— Work to complete —
Please report each line of the data below that contains "both".

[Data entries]
--------

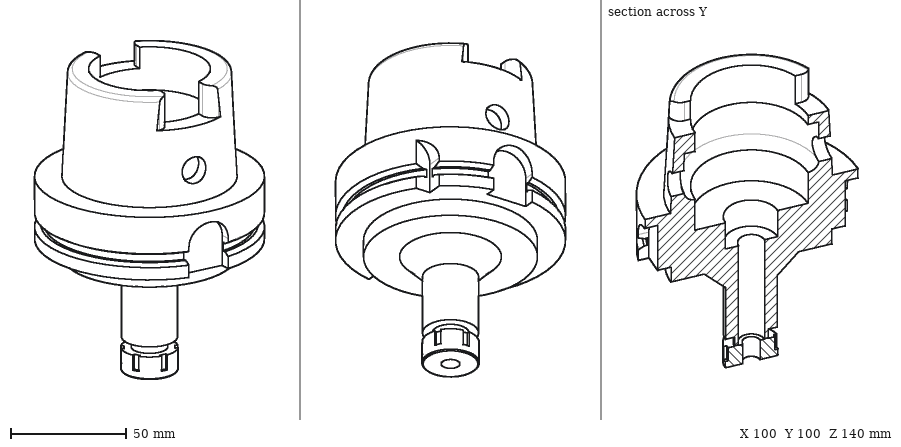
import cadquery as cq
import math


overall_height = 140.0

taper_height = 50.0
taper_base_radius = 38.1
taper_top_radius = 35.5
taper_edge_fillet = 2.0
clamp_bore_radius = 26.5
clamp_groove_roof_depth = 20.0
clamp_groove_radius = 31.5
clamp_groove_floor_z = 4.5
clamp_bore_floor_z = -12.0

drive_slot_width = 20.0
drive_slot_corner_x = 32.5
drive_slot_corner_radius = 5.0
short_slot_depth = 10.0
long_slot_depth = 15.0

radial_hole_diameter = 12.0
radial_hole_z = 15.0

flange_radius = 50.0
flange_height = 29.1
groove_center_depth = 20.2
groove_mouth_width = 6.5
groove_floor_width = 3.8
groove_ledge_radius = 47.3
groove_floor_radius = 45.9

keyway_width = 20.0
keyway_floor_x = 44.0
keyway_top_depth = 5.0
notch_floor_x = 31.5
notch_side_y = 31.6

boss_radius = 37.8
boss_height = 8.0
cone_height = 10.0
shank_radius = 12.2
cone_radius = shank_radius + cone_height
shank_height = 27.7
neck_radius = 8.0
neck_height = 4.6

coolant_bore_radius = 12.2
coolant_bore_depth = 14.0
center_bore_radius = 6.0

nut_radius = 12.5
nut_hole_radius = 4.0
nut_chamfer = 0.5
nut_slot_count = 6
nut_slot_width = 3.0
nut_slot_depth = 1.4
nut_slot_height = 7.0

boss_bottom_z = -flange_height - boss_height
cone_bottom_z = boss_bottom_z - cone_height
shank_bottom_z = cone_bottom_z - shank_height
neck_bottom_z = shank_bottom_z - neck_height
nut_bottom_z = taper_height - overall_height


def cylinder(radius, bottom_z, top_z):
    """Upright cylinder on the tool axis between two heights."""
    return cq.Workplane("XY").workplane(offset=bottom_z).circle(radius).extrude(top_z - bottom_z)


def make_outer_form():
    """Taper, flange, boss, cone, shank and neck turned as one solid."""
    groove_mouth_top_z = -groove_center_depth + groove_mouth_width / 2
    groove_mouth_bottom_z = -groove_center_depth - groove_mouth_width / 2
    groove_floor_top_z = -groove_center_depth + groove_floor_width / 2
    groove_floor_bottom_z = -groove_center_depth - groove_floor_width / 2
    profile = [
        (0, taper_height),
        (taper_top_radius, taper_height),
        (taper_base_radius, 0),
        (flange_radius, 0),
        (flange_radius, groove_mouth_top_z),
        (groove_ledge_radius, groove_floor_top_z),
        (groove_floor_radius, groove_floor_top_z),
        (groove_floor_radius, groove_floor_bottom_z),
        (groove_ledge_radius, groove_floor_bottom_z),
        (flange_radius, groove_mouth_bottom_z),
        (flange_radius, -flange_height),
        (boss_radius, -flange_height),
        (boss_radius, boss_bottom_z),
        (cone_radius, boss_bottom_z),
        (shank_radius, cone_bottom_z),
        (shank_radius, shank_bottom_z),
        (neck_radius, shank_bottom_z),
        (neck_radius, neck_bottom_z),
        (0, neck_bottom_z),
    ]
    form = cq.Workplane("XZ").polyline(profile).close().revolve(360, (0, 0), (0, 1))
    return form.faces(">Z").edges().fillet(taper_edge_fillet)


def make_clamp_groove():
    """Undercut inside the clamp bore, with a flat roof and a lower side curving in to the bore wall."""
    sweep_radius = clamp_groove_radius - clamp_bore_radius
    arc_center_z = clamp_groove_floor_z + sweep_radius
    arc_middle = (
        clamp_bore_radius + sweep_radius * math.sin(math.pi / 4),
        arc_center_z - sweep_radius * math.cos(math.pi / 4),
    )
    roof_z = taper_height - clamp_groove_roof_depth
    return (
        cq.Workplane("XZ")
        .moveTo(0, clamp_groove_floor_z)
        .lineTo(clamp_bore_radius, clamp_groove_floor_z)
        .threePointArc(arc_middle, (clamp_groove_radius, arc_center_z))
        .lineTo(clamp_groove_radius, roof_z)
        .lineTo(0, roof_z)
        .close()
        .revolve(360, (0, 0), (0, 1))
    )


def make_inner_cavity():
    """Stepped bores on the tool axis, from the clamping cavity down to the neck."""
    clamp_bore = cylinder(clamp_bore_radius, clamp_bore_floor_z, taper_height)
    coolant_bore_bottom_z = clamp_bore_floor_z - coolant_bore_depth
    coolant_bore = cylinder(coolant_bore_radius, coolant_bore_bottom_z, clamp_bore_floor_z)
    center_bore = cylinder(center_bore_radius, neck_bottom_z, coolant_bore_bottom_z)
    return clamp_bore.union(make_clamp_groove()).union(coolant_bore).union(center_bore)


def make_drive_slot(side, depth):
    """Slot through the rim on one X side (side is +1 or -1), its walls curving out into an end flat."""
    half_width = drive_slot_width / 2
    radius = drive_slot_corner_radius
    arc_start_x = drive_slot_corner_x - radius
    arc_end_y = half_width + radius
    arc_middle_x = arc_start_x + radius * math.sin(math.pi / 4)
    arc_middle_y = arc_end_y - radius * math.cos(math.pi / 4)
    return (
        cq.Workplane("XY")
        .workplane(offset=taper_height - depth)
        .moveTo(0, -half_width)
        .lineTo(side * arc_start_x, -half_width)
        .threePointArc((side * arc_middle_x, -arc_middle_y), (side * drive_slot_corner_x, -arc_end_y))
        .lineTo(side * drive_slot_corner_x, -taper_base_radius)
        .lineTo(side * taper_base_radius, -taper_base_radius)
        .lineTo(side * taper_base_radius, taper_base_radius)
        .lineTo(side * drive_slot_corner_x, taper_base_radius)
        .lineTo(side * drive_slot_corner_x, arc_end_y)
        .threePointArc((side * arc_middle_x, arc_middle_y), (side * arc_start_x, half_width))
        .lineTo(0, half_width)
        .close()
        .extrude(depth)
    )


def make_keyway(side, floor_x, center_y):
    """Round-topped cut in the flange, from floor_x outwards on one X side, open at the bottom."""
    radius = keyway_width / 2
    arc_center_z = -keyway_top_depth - radius
    return (
        cq.Workplane("YZ")
        .workplane(offset=side * floor_x)
        .moveTo(center_y - radius, -flange_height)
        .lineTo(center_y - radius, arc_center_z)
        .threePointArc((center_y, -keyway_top_depth), (center_y + radius, arc_center_z))
        .lineTo(center_y + radius, -flange_height)
        .close()
        .extrude(side * (flange_radius - floor_x))
    )


def make_radial_hole():
    """Cross hole along X through both walls of the taper."""
    return (
        cq.Workplane("YZ")
        .center(0, radial_hole_z)
        .circle(radial_hole_diameter / 2)
        .extrude(taper_base_radius, both=True)
    )


def make_holder():
    """Collet holder with its hollow taper."""
    holder = make_outer_form().cut(make_inner_cavity()).cut(make_radial_hole())
    holder = holder.cut(make_drive_slot(-1, short_slot_depth)).cut(make_drive_slot(1, long_slot_depth))
    for side in (-1, 1):
        holder = holder.cut(make_keyway(side, keyway_floor_x, 0))
    notch_center_y = notch_side_y + keyway_width / 2
    return holder.cut(make_keyway(-1, notch_floor_x, notch_center_y))


def make_nut():
    """Clamping nut seated against the end of the neck, with wrench slots open at its top."""
    nut = cylinder(nut_radius, nut_bottom_z, neck_bottom_z).faces("<Z").edges().chamfer(nut_chamfer)
    nut = nut.cut(cylinder(nut_hole_radius, nut_bottom_z, neck_bottom_z))
    slots = (
        cq.Workplane("XY")
        .workplane(offset=neck_bottom_z)
        .polarArray(nut_radius, 0, 360, nut_slot_count)
        .rect(2 * nut_slot_depth, nut_slot_width)
        .extrude(-nut_slot_height)
    )
    return nut.cut(slots)


holder = make_holder()
nut = make_nut()
result = cq.Compound.makeCompound([*holder.solids().vals(), *nut.solids().vals()])

--------

— Finished task —
    """Cross hole along X through both walls of the taper."""
        .extrude(taper_base_radius, both=True)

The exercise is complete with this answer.